Colourful line and dot abstract version of electronics
Image by Markus Christ from Pixabay
Image by Markus Christ from Pixabay 

MIT professor and transgender activist, Lynn Conway along with Carver Mead, completely changed the way we think about, do and teach VLSI (Very Large Scale Integration) chip design. Their revolutionary book on VLSI design quickly became the standard book used to teach the subject round the world. It wasn’t just a book though, it was a whole new way of doing electronics. Their ideas formed the foundation of the way electronics industry subsequently worked and still does today. Calling her impact as totally transformational is not at an exaggeration. Prior to this, she had worked for IBM, part of a team making major advances in microprocessor design. She was however, sacked by IBM for being transgender when she decided to transition. Times and views have fortunately also been transformed too and IBM subsequently apologised for their blatant discrimination!
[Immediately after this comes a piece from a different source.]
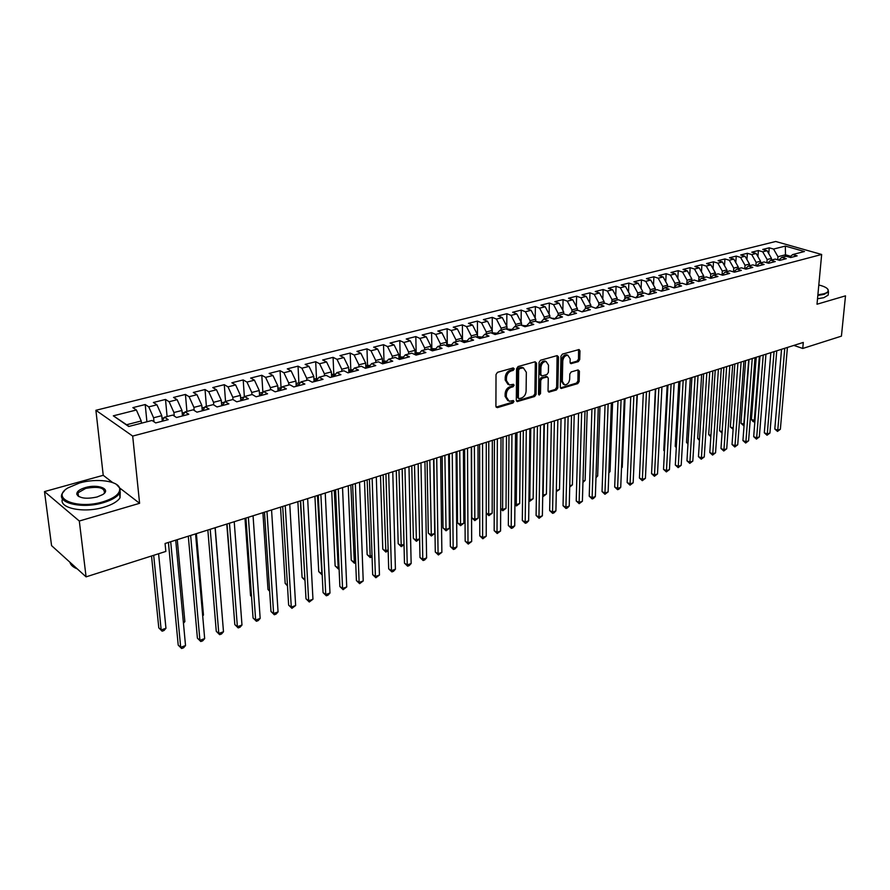 <?xml version="1.0" encoding="UTF-8"?>
<svg xmlns="http://www.w3.org/2000/svg" width="890" height="890" viewBox="0 0 890 890"><rect width="100%" height="100%" fill="white"/><g stroke="black" fill="none" stroke-linecap="round" stroke-linejoin="round"><path stroke-width="1.33" d="M514.231 368.872L513.219 367.915L497.51 372.32L496.019 374.523L495.919 406.33L497.388 407.642L512.929 402.992L513.953 401.479L513.33 400.533L509.214 401.268L506.321 396.951L506.332 394.326C506.644 390.844 508.212 388.518 511.06 387.35L513.063 386.772L514.097 385.248L513.452 384.291L509.38 385.003L506.421 380.608L506.432 377.961C506.744 374.445 508.324 372.109 511.183 370.963L513.196 370.396L514.231 368.872M508.045 384.424L505.209 380.063L505.22 377.416C505.531 373.9 507.111 371.575 509.97 370.429L511.984 369.862L512.974 367.982M496.086 407.097L511.728 402.436L512.729 400.634M507.878 400.678L505.108 396.395L505.131 393.769C505.431 390.287 507.011 387.962 509.848 386.805L511.85 386.227L512.851 384.38M578.322 361.651L579.724 359.549L579.969 350.905L579.101 349.536L562.369 354.131L560.945 356.256L560.277 387.161L561.123 388.485L577.732 383.623L579.134 381.543L579.412 371.219L578.1 369.917L571.213 371.92L569.8 374.022L569.678 379.173C569.111 382.856 567.42 384.758 564.594 384.903L562.324 381.343L562.769 361.017C563.314 357.335 565.005 355.422 567.831 355.277L570.167 358.915L570.09 362.308L570.946 363.665L578.322 361.651L577.087 361.14L578.5 359.048L578.567 349.592M803.292 342.439L165.073 543.501L165.84 551.433L86.085 576.854L79.31 521.028L139.597 503.306L132.688 436.078L821.659 254.473L817.009 304.224L845.5 295.847L841.428 336.142L802.747 348.468L803.292 342.439M536.537 363.12L535.135 361.774L518.08 366.558L516.601 368.727L516.311 400.255L517.212 401.59L534.634 396.506L536.08 394.37L536.537 363.12L535.135 361.774M540.486 360.272L557.14 355.599L558.508 356.946L557.852 387.873L556.428 389.998L548.908 392.123L548.04 390.799L548.273 378.261L547.394 376.915L542.177 378.317L540.731 380.464L540.519 393.558L539.151 395.071L538.539 394.148L539.04 362.419L540.486 360.272M132.688 436.078L95.898 410.29L775.702 241.49L821.659 254.473M554.514 319.043L558.13 315.294L562.48 316.974L553.958 319.187L549.62 317.496L543.901 318.987L548.24 320.678L539.585 322.936L535.257 321.223L529.45 322.725L533.766 324.45L524.978 326.741L520.672 324.995L514.765 326.53L519.081 328.276L510.148 330.602L505.854 328.833L499.857 330.39L504.152 332.159L495.085 334.529L490.802 332.726L484.716 334.306L488.988 336.108L479.777 338.511L475.516 336.687L469.341 338.289L473.591 340.125L464.235 342.561L459.985 340.714L453.711 342.339L457.938 344.196L448.426 346.677L444.21 344.797L437.824 346.455L442.041 348.346L432.373 350.86L428.168 348.947L421.682 350.627L425.876 352.551L416.042 355.11L411.87 353.174L405.273 354.876L409.445 356.834L399.454 359.438L395.305 357.457L388.596 359.193L392.735 361.184L382.578 363.832L378.45 361.818L371.642 363.587L375.758 365.601L365.423 368.293L361.329 366.257L354.398 368.048L358.481 370.107L347.979 372.843L343.907 370.763L336.865 372.599L340.915 374.679L330.234 377.46L326.196 375.358L319.021 377.215L323.048 379.329L312.179 382.166L308.174 380.019L300.876 381.91L304.87 384.068L293.811 386.95L289.84 384.769L282.419 386.694L286.38 388.886L275.121 391.811L271.183 389.598L263.629 391.555L267.556 393.781L256.098 396.773L252.204 394.515L244.516 396.506L248.399 398.776L236.74 401.813L232.88 399.521L225.048 401.546L228.897 403.86L217.027 406.941L213.211 404.616L205.234 406.674L209.039 409.022L196.946 412.17L193.174 409.801L185.064 411.903L188.814 414.295L176.509 417.499L172.782 415.085L164.517 417.221L168.221 419.657L155.683 422.917L152.012 420.458L128.705 426.488L113.33 415.83L136.381 410.001L132.855 407.642L145.215 404.538L148.763 406.875L156.952 404.805L153.38 402.491L165.507 399.443L169.111 401.735L177.143 399.71L173.528 397.43L185.443 394.437L189.092 396.695L196.99 394.693L193.319 392.457L205.034 389.52L208.716 391.734L216.481 389.776L212.766 387.573L224.28 384.68L228.007 386.861L235.628 384.936L231.878 382.778L243.192 379.93L246.964 382.077L254.451 380.186L250.668 378.061L261.782 375.269L265.587 377.371L272.952 375.513L269.136 373.422L280.061 370.674L283.899 372.743L291.13 370.919L287.281 368.861L298.028 366.157L301.899 368.193L309.019 366.402L305.136 364.377L315.694 361.718L319.599 363.732L326.597 361.963L322.681 359.972L333.071 357.357L337.01 359.326L343.885 357.591L339.947 355.633L350.171 353.063L354.131 355.01L360.895 353.297L356.923 351.372L366.98 348.847L370.974 350.749L377.627 349.069L373.633 347.167L383.523 344.686L387.539 346.566L394.092 344.908L390.065 343.039L399.799 340.592L403.838 342.45L410.29 340.814L406.241 338.979L415.83 336.576L419.88 338.4L426.232 336.798L422.16 334.985L431.594 332.615L435.677 334.406L441.918 332.827L437.836 331.047L447.114 328.71L451.219 330.479L457.371 328.933L453.255 327.175L462.399 324.872L466.516 326.619L472.568 325.084L468.44 323.359L477.441 321.101L481.579 322.814L487.542 321.301L483.392 319.599L492.259 317.374L496.42 319.065L502.283 317.585L498.122 315.906L506.855 313.714L511.027 315.372L516.801 313.914L512.629 312.257L521.229 310.098L525.412 311.745L531.107 310.299L526.913 308.674L535.38 306.549L539.585 308.163L545.192 306.75L540.986 305.136L549.33 303.045L553.547 304.636L559.076 303.234L563.704 311.99L558.186 313.414L558.141 315.294L563.77 313.836L568.12 315.505L576.52 313.313L572.148 311.667L577.699 310.232L582.071 311.867L590.337 309.72L585.965 308.096L591.427 306.672L595.81 308.296L603.954 306.171L599.56 304.569L604.955 303.178L609.339 304.769L617.371 302.678L612.965 301.098L618.272 299.719L622.677 301.298L630.587 299.229L626.171 297.683L631.41 296.326L635.816 297.872L643.604 295.847L639.187 294.312L644.349 292.977L648.765 294.501L656.442 292.499L652.025 290.986L657.098 289.673L661.526 291.175L669.091 289.205L664.663 287.715L669.669 286.413L674.108 287.904L681.562 285.957L677.134 284.488L682.063 283.209L686.502 284.666L693.866 282.753L689.416 281.307L694.289 280.038L698.728 281.485L705.981 279.594L701.531 278.158L706.337 276.923L710.787 278.348L717.941 276.478L713.48 275.066L718.219 273.842L722.669 275.255L729.722 273.408L725.261 272.017L729.933 270.805L734.395 272.195L741.348 270.382L736.887 269.014L741.492 267.812L745.953 269.18L752.818 267.401L748.345 266.043L752.895 264.864L757.357 266.21L764.121 264.452L759.66 263.117L764.132 261.949L768.604 263.284L775.279 261.549L770.807 260.225L775.235 259.079L779.707 260.392L786.293 258.679L781.821 257.377L786.182 256.242L790.654 257.544L797.151 255.853L792.678 254.562L789.608 257.243M562.836 310.354L563.07 299.585L554.848 301.654L559.076 303.234M563.07 299.585L567.297 301.165L572.748 299.785L577.365 308.474L577.321 310.332M576.353 306.549L576.62 296.192L568.51 298.228L572.748 299.785M576.62 296.192L580.859 297.738L586.221 296.381L590.838 305.003L590.782 306.839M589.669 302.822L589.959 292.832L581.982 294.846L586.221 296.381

A core part of the electronics revolution Mead and Conway triggered was to start thinking of electronics design as more like software. They advocated using special software design packages and languages that allowed hardware designers to put together a circuit design essentially by programming it. Once a design was completed, tools in the package could simulate the behaviour of the circuit allowing it to be thoroughly tested before the circuit was physically built. The result was designs were less likely to fail and creating them was much quicker. Even better, once tested, the design could then be compiled directly to silicon: the programmed version could be used to automatically create the precise layout and wiring of components below the transistor level to be laid on to the chip for fabrication.

This software approach allowed levels of abstraction to be used much more easily in electronics design: bigger components being created from smaller ones, in turn built from smaller ones still. Once designed the detailed implementation of those smaller components could be ignored in the design of larger components. A key part of this was Conway’s idea of scalable design rules to follow as the designs grew. Designers could focus on higher level design, building on previous design and with the details of creating the physical chips automated from the high level designs.

Lynn Conway:
Photo from wikimedia by Charles Rogers CC BY-SA 2.5

This transformation is similar (though probably even more transformational) to the switch from programming in low level languages to writing programs in high level languages and allowing a compiler to create the actual low-level code that is run. Just as that allowed vastly larger programs to be written, the use of electronic deign automation software and languages allowed massively larger circuits to be created.

Conway’s ideas also led to MOSIS: an Internet-based service whereby different designs by different customers could be combined onto one wafer for production. This meant that the fabrication costs of prototyping were no longer prohibitively expensive. Suddenly, creating designs was cheap and easy, a boon for both university and industrial research as well as for VLSI education. Conway for example pioneered the idea of allowing her students to create their own VLSI designs as part of her university course, with their designs all being fabricated together and and the resulting chips quickly returned. Large numbers could now learn VLSI design in a practical way gaining hands-on experience while still at university. This improvement in education together with the ease with which small companies could suddenly prototype new ideas made possible the subsequent boom in hi-tech start-up companies at the end of the 20th century.

Before Mead and Conway chip design was done slowly by hand by a small elite and needed big industry support. Afterwards it could be done quickly and easily by just about anyone, anywhere.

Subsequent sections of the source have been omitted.